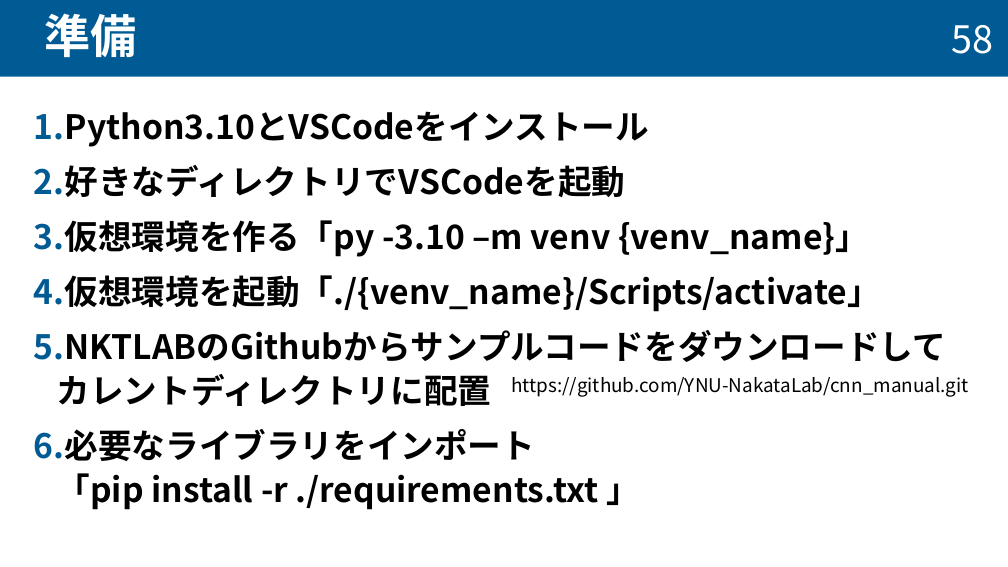
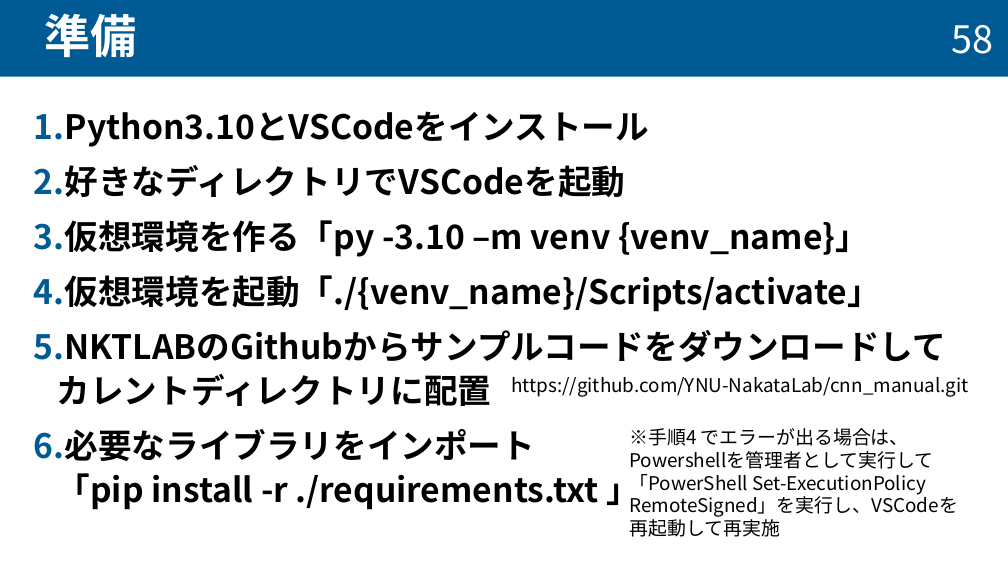
Before and after one commit to taiseifujisawa/cnn_manual_nktlab, a slide deck: slide 59 of cnn_manual.pptx. Drawn at 1008x567 pixels with LibreOffice and Linux fonts; fonts in the diff are those of the drawing. Boxes give left, top, right and bottom in pixels: in the first picture for what was removed or moved away, otherwise in the second. Text is boxed around its words. In the diff, an @@ line names an element or a change of style, - is before the commit and + after.

```diff
--- a/cnn_manual.pptx
+++ b/cnn_manual.pptx
@@ text added at <box>629,428,958,517</box>, 18 pt, text #000000 @@
+※手順4 でエラーが出る場合は、Powershellを管理者として実行して「PowerShell Set-ExecutionPolicy RemoteSigned」を実行し、VSCodeを再起動して再実施
```
Also in this commit, not shown: 5 other slides changed.
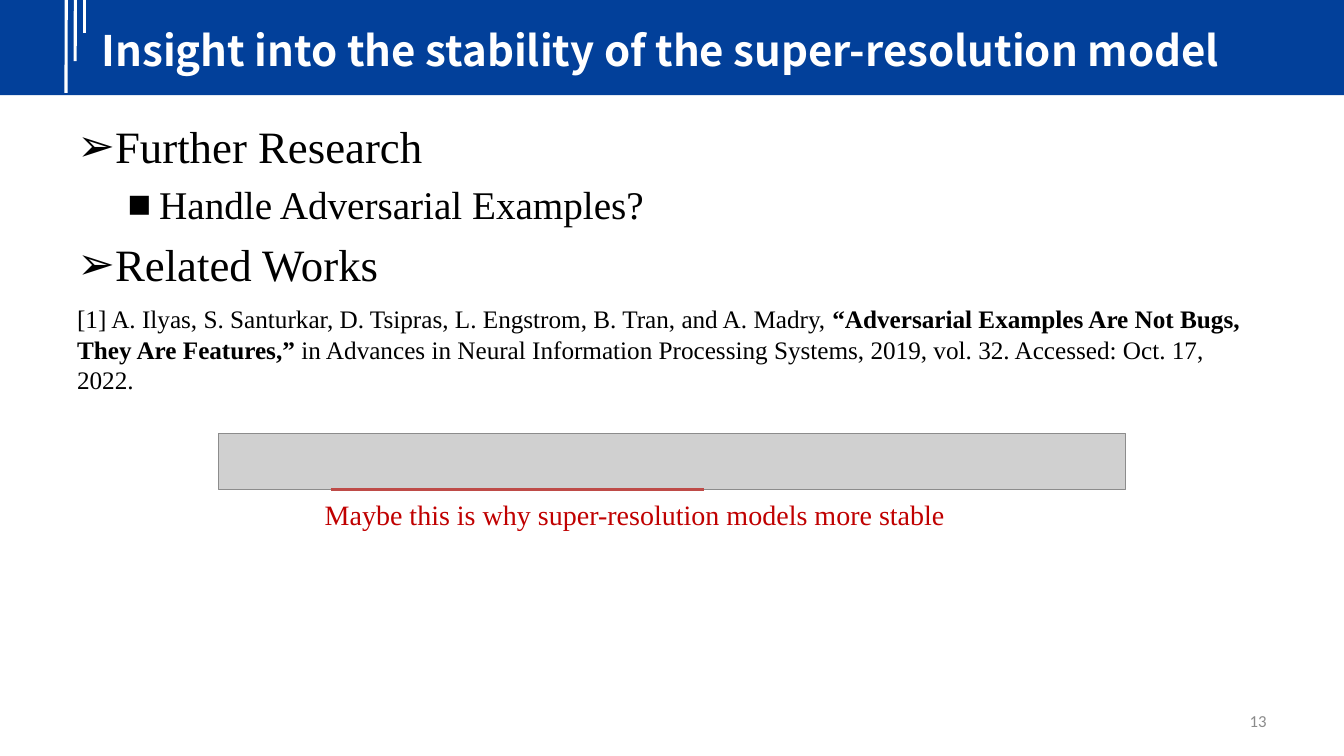
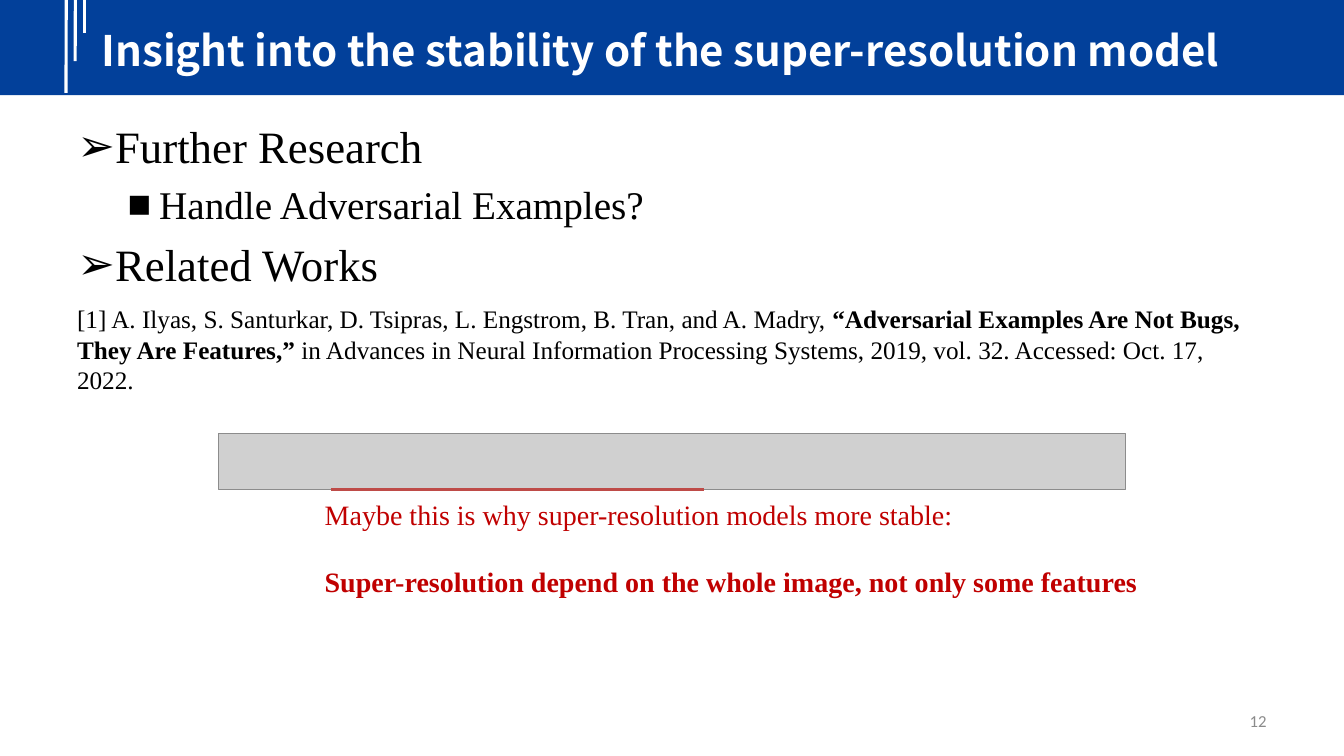
Before and after one commit to yindaheng98/Resume, a slide deck: slide 12 of Intro.pptx (slide 13 before the commit). Drawn at 1344x756 pixels with LibreOffice and Linux fonts; fonts in the diff are those of the drawing; grey boxes stand for pictures; background and template pictures are left out. Boxes give left, top, right and bottom in pixels: in the first picture for what was removed or moved away, otherwise in the second. Text is boxed around its words. In the diff, an @@ line names an element or a change of style, - is before the commit and + after.

```diff
--- a/Intro.pptx
+++ b/Intro.pptx
@@ text at (325, 505, 1137, 598): text changed; bold on @@
-Maybe this is why super-resolution models more stable
+Maybe this is why super-resolution models more stable:
+Super-resolution depend on the whole image, not only some features
@@ page number at (1250, 716, 1267, 727): text changed @@
-13
+12
```
Also in this commit, not shown: 8 other slides changed, 5 slides added, 5 slides removed.

§ **WHAT IS EXPECTED**: Within the entries above, how many lines contain the word "this"? State the number only.

§ **WRITTEN RESPONSE**: 4